Web grocers have had to make especially big accommodations. Everyone's goal is to find a way to distribute food cheaply enough to hold down or eliminate delivery charges and still make a profit. None of the Web grocers has quite figured it out yet. For example, Hannaford's HomeRuns Inc., the Somerville (Mass.)-based grocer, needs 8,000 orders a week to break even. In a good week recently, it got 2,600, says HomeRuns.com President Tom Furber. Some grocers already have been forced to change their game plans. Skokie (Ill.)-based Peapod Inc. has stopped delivering groceries it used to purchase at regular supermarkets in favor of building their own warehouses and buying wholesale.
Streamline.com Inc. is losing money, too, but it's confident it now has a winning formula. Suburban Boston-based Streamline's strategy is to convince customers that they can get fresh food delivered on a convenient schedule by letting Streamline install a refrigerator in the consumer's garage. Streamline drivers use a keypad lock to make deliveries when the consumer isn't home. Still, Streamline's stock has dropped after its $10 a share IPO on June 17, to about $8 today.
The problem is controlling Streamline's warehouse and delivery costs, which chewed up more than 100% of the company's 1997 sales. Skeptics thought online grocers would never get order-picking and delivery cheap enough to allow them to make money. Still, Streamline.com's case suggests that fast sales growth could one day outstrip expenses. Sales have jumped from $1.8 million in 1997 to $2.5 million in just the first quarter of this year.

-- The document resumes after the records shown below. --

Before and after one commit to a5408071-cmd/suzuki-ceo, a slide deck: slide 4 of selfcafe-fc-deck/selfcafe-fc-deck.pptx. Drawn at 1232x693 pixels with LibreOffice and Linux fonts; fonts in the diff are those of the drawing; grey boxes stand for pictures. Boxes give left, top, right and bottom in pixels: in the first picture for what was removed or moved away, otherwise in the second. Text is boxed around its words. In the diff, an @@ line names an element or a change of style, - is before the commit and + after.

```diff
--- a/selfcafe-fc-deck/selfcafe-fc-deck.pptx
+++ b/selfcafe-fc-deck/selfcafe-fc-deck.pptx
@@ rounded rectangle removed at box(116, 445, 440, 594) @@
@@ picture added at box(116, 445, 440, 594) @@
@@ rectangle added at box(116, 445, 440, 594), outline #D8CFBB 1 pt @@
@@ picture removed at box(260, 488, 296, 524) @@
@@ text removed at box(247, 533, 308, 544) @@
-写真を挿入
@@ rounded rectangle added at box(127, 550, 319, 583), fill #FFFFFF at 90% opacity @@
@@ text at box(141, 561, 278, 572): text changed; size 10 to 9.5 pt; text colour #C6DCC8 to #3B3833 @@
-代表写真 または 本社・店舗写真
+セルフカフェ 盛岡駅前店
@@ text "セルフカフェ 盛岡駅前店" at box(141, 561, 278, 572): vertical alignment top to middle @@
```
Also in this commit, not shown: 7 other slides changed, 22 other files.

That helped Streamline lower its warehousing and delivery costs to 47% of sales. Similarly, Peapod claims that it will be profitable in its key Chicago market by yearend because it has enough customers there to cover warehouse costs. "We've had business skepticism, but against a backdrop of consumer acceptance," says Streamline CEO Timothy A. DeMello.
Hoping they have addressed their weak spots, the new online stores are selling the idea that their non-Web rivals are more vulnerable than analysts once thought. CEO Andrew L. Brooks of Worcester (Mass.)-based Furniture.com says analysts underestimated online furniture selling partly because they didn't understand how inconvenient regular stores are. And Furber says the meat HomeRuns.com delivers is actually fresher than a supermarket's because it has never sat out in a display rack. Now he just has to convince consumers.
WHIPSAWED. And that's the rub: None of the new, high-profile online merchants has proven it has a profitable business. Like other E-commerce players, they're putting up big sales growth on a small base and occasionally getting whipsawed by the stock market's changing moods. Even promising players such as Alloy Online Inc., a Generation Y clothing retailer, feel the pinch: Alloy went public at $15 in May and is trading around $11. On the other hand, despite Goldman's 1997 report calling toys a below-par online opportunity, eToys Inc.'s $20-a-share price at its IPO in May spiked to $85. One spur: eToys' annual sales jumped to $30 million in the year ending in March, from $687,000 the year before, even though the company lost $29 million. The lead underwriter of that deal? None other than Goldman Sachs.
Despite early losses and fickle stock markets, it's all but certain that venture capitalists will let more E-stores that once seemed like dogs try to seize their day.
"What's happening is complete euphoria," says Marc Singer, a vice-president at Brand Equity Ventures in Greenwich, Conn. "They're throwing money around fairly [crazily]." There seems to be no retail niche where E-commerce companies can't claim turf. The hard part will be executing well enough to deliver for customers--and for investors.